Uma sombra paira sobre a espuma das ondas enquanto a águia-pesqueira inspeciona a presença de peixe no oceano, em voo deslizado, para cá e para lá, a uma altura de 30 metros. Os seus olhos amarelos detetam então a presa e as suas asas batem sem que saia do mesmo sítio, num voo peneirado pouco comum em espécies de rapina. Subitamente, dispara num voo picado, patas para a frente, agarrando firmemente o peixe desprevenido – seja ele uma tainha, uma carpa ou um robalo – e levando-o para um local ermo onde o possa comer em segurança. Este é o movimento icónico da águia-pesqueira: “É a única ave de rapina que se alimenta quase exclusivamente de peixe”, diz ao Observador Luís Palma, 71 anos, investigador do Centro de Investigação em Biodiversidade e Recursos Genéticos (CIBIO-inBIO), da Universidade do Porto. “Comem todo o tipo de peixe que consigam capturar, especialmente os que nadam à superfície, embora consigam mergulhar rapidamente até aos 70cm de profundidade”

Atualmente, podem encontrar-se águias-pesqueiras de passagem pelos estuários, falésias ou lagoas portuguesas, em migração a partir do centro e do norte da Europa até à Península Ibérica ou mesmo mais além, até à costa ocidental africana. Outras passam cá o inverno, o período não reprodutor. Estão especialmente nos estuários dos rios Tejo e Sado, na Ria de Aveiro ou na Lagoa de Santo André, no Alentejo, mas podem também ser vistos em qualquer zona húmida do litoral português. “Estacionam ou passam no país durante o período não-reprodutor e quando os rios e os lagos do norte da Europa estão congelados, encontrando a sul mais acesso às presas”, diz Palma.

Para além destas, havia em Portugal relativa abundância de populações residentes, que faziam ninhos e se reproduziam por cá. Contudo, a partir do início do século XX, as suas vidas tornaram-se muito mais difíceis. “Em 1938, foi criada uma legislação popularmente conhecida como ‘campanha dos nocivos’, que promovia o abate e destruição dos animais predadores. Esta espécie era a mais vulnerável entre as aves de rapina, pois o centro do seu território era a costa, muito mais acessível do que as regiões remotas do interior, e mais visível, pois protesta contra a presença humana junto aos seus ninhos”, explica o investigador.

“Houve uma grande mortandade. Esta espécie foi uma das listadas em maior número nos primeiros anos nos registos do pagamento de remunerações pelo abate de predadores. Há registos de entregas às autoridades de patas, bicos e cabeças, e havia uma compensação económica às pessoas que as eliminavam”, continua.
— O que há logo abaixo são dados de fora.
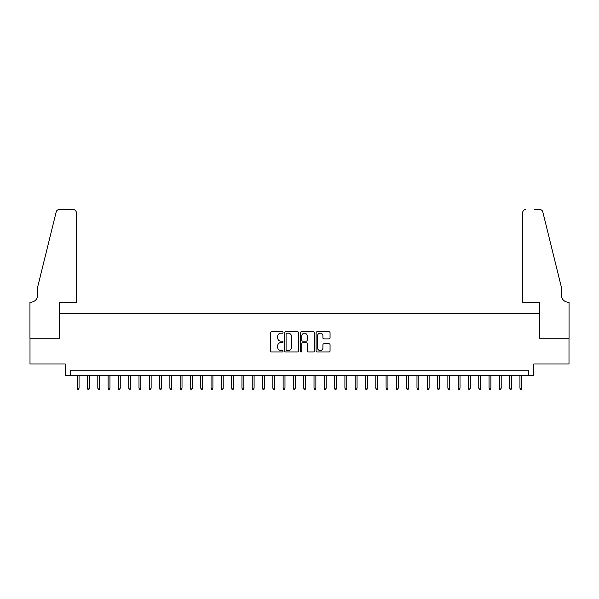 <?xml version="1.0" encoding="UTF-8"?>
<svg xmlns="http://www.w3.org/2000/svg" width="599" height="599" viewBox="0 0 599 599"><rect width="100%" height="100%" fill="white"/><g stroke="black" fill="none" stroke-linecap="round" stroke-linejoin="round"><path stroke-width="0.9" d="M283.028 332.467A0.704 0.704 0 0 0 282.316 331.764L271.579 331.764A1.011 1.011 0 0 0 270.568 332.774L270.568 350.962A1.011 1.011 0 0 0 271.579 351.972L282.316 351.972A0.704 0.704 0 0 0 283.028 351.269A0.704 0.704 0 0 0 282.316 350.557L280.931 350.557A3.235 3.235 0 0 1 277.696 347.323L277.696 345.81A3.235 3.235 0 0 1 280.931 342.576L282.316 342.576A0.704 0.704 0 0 0 283.028 341.872A0.704 0.704 0 0 0 282.316 341.16L280.931 341.16A3.235 3.235 0 0 1 277.696 337.926L277.696 336.413A3.235 3.235 0 0 1 280.931 333.179L282.316 333.179A0.704 0.704 0 0 0 283.028 332.467M329.038 338.884A1.011 1.011 0 0 0 330.049 337.873L330.049 332.774A1.011 1.011 0 0 0 329.038 331.764L317.111 331.764A1.011 1.011 0 0 0 316.1 332.774L316.1 350.962A1.011 1.011 0 0 0 317.111 351.972L329.038 351.972A1.011 1.011 0 0 0 330.049 350.962L330.049 344.799A1.011 1.011 0 0 0 329.038 343.789L323.932 343.789A1.011 1.011 0 0 0 322.921 344.799L322.921 347.854A2.703 2.703 0 0 1 320.218 350.557A2.703 2.703 0 0 1 317.515 347.854L317.515 335.882A2.703 2.703 0 0 1 320.218 333.179A2.703 2.703 0 0 1 322.921 335.882L322.921 337.873A1.011 1.011 0 0 0 323.932 338.884L329.038 338.884M528.588 375.333L533.731 375.333L533.731 364.005L568.998 364.005L568.998 338.263L539.399 338.263L539.399 313.554L59.6 313.554L59.6 338.263L30.002 338.263L30.002 364.005L65.269 364.005L65.269 375.333L528.588 375.333L528.588 370.182L70.412 370.182L70.412 375.333M298.616 332.774A1.011 1.011 0 0 0 297.606 331.764L285.678 331.764A1.011 1.011 0 0 0 284.667 332.774L284.667 350.962A1.011 1.011 0 0 0 285.678 351.972L297.606 351.972A1.011 1.011 0 0 0 298.616 350.962L298.616 332.774M301.394 331.764L313.322 331.764A1.011 1.011 0 0 1 314.333 332.774L314.333 350.962A1.011 1.011 0 0 1 313.322 351.972L308.215 351.972A1.011 1.011 0 0 1 307.205 350.962L307.205 343.586A1.011 1.011 0 0 0 306.194 342.576L302.809 342.576A1.011 1.011 0 0 0 301.799 343.586L301.799 351.269A0.704 0.704 0 0 1 301.095 351.972A0.704 0.704 0 0 1 300.384 351.269L300.384 332.774A1.011 1.011 0 0 1 301.394 331.764M286.794 333.179A0.704 0.704 0 0 0 286.082 333.883L286.082 349.853A0.704 0.704 0 0 0 286.794 350.557L288.254 350.557A3.235 3.235 0 0 0 291.488 347.323L291.488 336.413A3.235 3.235 0 0 0 288.254 333.179L286.794 333.179M307.205 335.934A2.703 2.703 0 0 0 304.502 333.224A2.703 2.703 0 0 0 301.799 335.934L301.799 340.15A1.011 1.011 0 0 0 302.809 341.16L306.194 341.16A1.011 1.011 0 0 0 307.205 340.15L307.205 335.934M79.061 388.1L78.649 389.432L77.623 389.432L77.211 388.1L79.061 388.1L79.061 375.333M77.211 388.1L77.211 375.333M76.335 302.225L76.335 212.652A3.092 3.092 0 0 0 73.243 209.568L59.189 209.568A3.092 3.092 0 0 0 56.194 211.911L37.722 286.786L37.722 295.022A7.21 7.21 0 0 1 30.519 302.225L29.95 302.225L29.95 338.263L59.451 338.263L59.451 302.225L76.335 302.225L76.335 212.652C76.14 210.788 75.107 209.762 73.243 209.568L64.699 209.568M56.194 211.911C56.98 210.219 56.98 210.219 56.194 211.911C56.98 210.219 56.98 210.219 56.194 211.911M37.722 295.022A7.21 7.21 0 0 1 30.519 302.225M522.665 302.225L522.665 212.652L522.665 302.225L539.549 302.225L539.549 338.263L569.05 338.263L569.05 302.225L568.481 302.225A7.21 7.21 0 0 1 561.278 295.022A7.21 7.21 0 0 0 568.481 302.225M555.617 263.83L542.806 211.911L561.278 286.786L561.278 295.022M534.301 209.568L539.811 209.568A3.092 3.092 0 0 1 542.806 211.911C542.02 210.219 542.02 210.219 542.806 211.911C542.02 210.219 542.02 210.219 542.806 211.911M525.757 209.568A3.092 3.092 0 0 0 522.665 212.652C522.86 210.788 523.893 209.762 525.757 209.568M89.356 388.1L88.944 389.432L87.918 389.432L87.506 388.1L89.356 388.1L89.356 375.333M87.506 388.1L87.506 375.333M99.651 388.1L99.239 389.432L98.214 389.432L97.802 388.1L99.651 388.1L99.651 375.333M97.802 388.1L97.802 375.333M109.946 388.1L109.535 389.432L108.509 389.432L108.097 388.1L109.946 388.1L109.946 375.333M108.097 388.1L108.097 375.333M120.249 388.1L119.837 389.432L118.804 389.432L118.392 388.1L120.249 388.1L120.249 375.333M118.392 388.1L118.392 375.333M130.545 388.1L130.133 389.432L129.099 389.432L128.688 388.1L130.545 388.1L130.545 375.333M128.688 388.1L128.688 375.333M140.84 388.1L140.428 389.432L139.395 389.432L138.983 388.1L140.84 388.1L140.84 375.333M138.983 388.1L138.983 375.333M151.135 388.1L150.723 389.432L149.69 389.432L149.278 388.1L151.135 388.1L151.135 375.333M149.278 388.1L149.278 375.333M161.43 388.1L161.019 389.432L159.985 389.432L159.574 388.1L161.43 388.1L161.43 375.333M159.574 388.1L159.574 375.333M171.726 388.1L171.314 389.432L170.288 389.432L169.876 388.1L171.726 388.1L171.726 375.333M169.876 388.1L169.876 375.333M182.021 388.1L181.609 389.432L180.584 389.432L180.172 388.1L182.021 388.1L182.021 375.333M180.172 388.1L180.172 375.333M192.316 388.1L191.905 389.432L190.879 389.432L190.467 388.1L192.316 388.1L192.316 375.333M190.467 388.1L190.467 375.333M202.612 388.1L202.2 389.432L201.174 389.432L200.762 388.1L202.612 388.1L202.612 375.333M200.762 388.1L200.762 375.333M212.907 388.1L212.495 389.432L211.469 389.432L211.058 388.1L212.907 388.1L212.907 375.333M211.058 388.1L211.058 375.333M223.21 388.1L222.798 389.432L221.765 389.432L221.353 388.1L223.21 388.1L223.21 375.333M221.353 388.1L221.353 375.333M233.505 388.1L233.093 389.432L232.06 389.432L231.648 388.1L233.505 388.1L233.505 375.333M231.648 388.1L231.648 375.333M243.8 388.1L243.389 389.432L242.355 389.432L241.944 388.1L243.8 388.1L243.8 375.333M241.944 388.1L241.944 375.333M254.096 388.1L253.684 389.432L252.651 389.432L252.239 388.1L254.096 388.1L254.096 375.333M252.239 388.1L252.239 375.333M264.391 388.1L263.979 389.432L262.946 389.432L262.534 388.1L264.391 388.1L264.391 375.333M262.534 388.1L262.534 375.333M274.686 388.1L274.275 389.432L273.249 389.432L272.837 388.1L274.686 388.1L274.686 375.333M272.837 388.1L272.837 375.333M284.982 388.1L284.57 389.432L283.544 389.432L283.132 388.1L284.982 388.1L284.982 375.333M283.132 388.1L283.132 375.333M295.277 388.1L294.865 389.432L293.839 389.432L293.428 388.1L295.277 388.1L295.277 375.333M293.428 388.1L293.428 375.333M305.572 388.1L305.161 389.432L304.135 389.432L303.723 388.1L305.572 388.1L305.572 375.333M303.723 388.1L303.723 375.333M315.868 388.1L315.456 389.432L314.43 389.432L314.018 388.1L315.868 388.1L315.868 375.333M314.018 388.1L314.018 375.333M326.163 388.1L325.751 389.432L324.725 389.432L324.314 388.1L326.163 388.1L326.163 375.333M324.314 388.1L324.314 375.333M336.466 388.1L336.054 389.432L335.021 389.432L334.609 388.1L336.466 388.1L336.466 375.333M334.609 388.1L334.609 375.333M346.761 388.1L346.349 389.432L345.316 389.432L344.904 388.1L346.761 388.1L346.761 375.333M344.904 388.1L344.904 375.333M357.056 388.1L356.645 389.432L355.611 389.432L355.2 388.1L357.056 388.1L357.056 375.333M355.2 388.1L355.2 375.333M367.352 388.1L366.94 389.432L365.907 389.432L365.495 388.1L367.352 388.1L367.352 375.333M365.495 388.1L365.495 375.333M377.647 388.1L377.235 389.432L376.202 389.432L375.79 388.1L377.647 388.1L377.647 375.333M375.79 388.1L375.79 375.333M387.942 388.1L387.531 389.432L386.505 389.432L386.093 388.1L387.942 388.1L387.942 375.333M386.093 388.1L386.093 375.333M398.238 388.1L397.826 389.432L396.8 389.432L396.388 388.1L398.238 388.1L398.238 375.333M396.388 388.1L396.388 375.333M408.533 388.1L408.121 389.432L407.095 389.432L406.684 388.1L408.533 388.1L408.533 375.333M406.684 388.1L406.684 375.333M418.828 388.1L418.416 389.432L417.391 389.432L416.979 388.1L418.828 388.1L418.828 375.333M416.979 388.1L416.979 375.333M429.124 388.1L428.712 389.432L427.686 389.432L427.274 388.1L429.124 388.1L429.124 375.333M427.274 388.1L427.274 375.333M439.426 388.1L439.015 389.432L437.981 389.432L437.57 388.1L439.426 388.1L439.426 375.333M437.57 388.1L437.57 375.333M449.722 388.1L449.31 389.432L448.277 389.432L447.865 388.1L449.722 388.1L449.722 375.333M447.865 388.1L447.865 375.333M460.017 388.1L459.605 389.432L458.572 389.432L458.16 388.1L460.017 388.1L460.017 375.333M458.16 388.1L458.16 375.333M470.312 388.1L469.901 389.432L468.867 389.432L468.455 388.1L470.312 388.1L470.312 375.333M468.455 388.1L468.455 375.333M480.608 388.1L480.196 389.432L479.163 389.432L478.751 388.1L480.608 388.1L480.608 375.333M478.751 388.1L478.751 375.333M490.903 388.1L490.491 389.432L489.465 389.432L489.054 388.1L490.903 388.1L490.903 375.333M489.054 388.1L489.054 375.333M501.198 388.1L500.786 389.432L499.761 389.432L499.349 388.1L501.198 388.1L501.198 375.333M499.349 388.1L499.349 375.333M511.494 388.1L511.082 389.432L510.056 389.432L509.644 388.1L511.494 388.1L511.494 375.333M509.644 388.1L509.644 375.333M521.789 388.1L521.377 389.432L520.351 389.432L519.939 388.1L521.789 388.1L521.789 375.333M519.939 388.1L519.939 375.333"/></g></svg>

Para além da matança, apareceram no mesmo período as estâncias de veraneio, pequenos aglomerados populacionais que foram crescendo nas praias em que as águias-pesqueiras eram donas e senhoras, como Santa Cruz, Praia de Odeceixe e Monte Clérigo. Em 1997, a última fêmea nativa morreu. Em Portugal, tal como em Espanha, deixaram de se ver ninhos desta ave mergulhadora. “O macho chegou a acasalar com fêmeas que não eram da população nativa, mas não teve sucesso reprodutor”, diz Palma. “A nossa população reprodutora estava extinta”.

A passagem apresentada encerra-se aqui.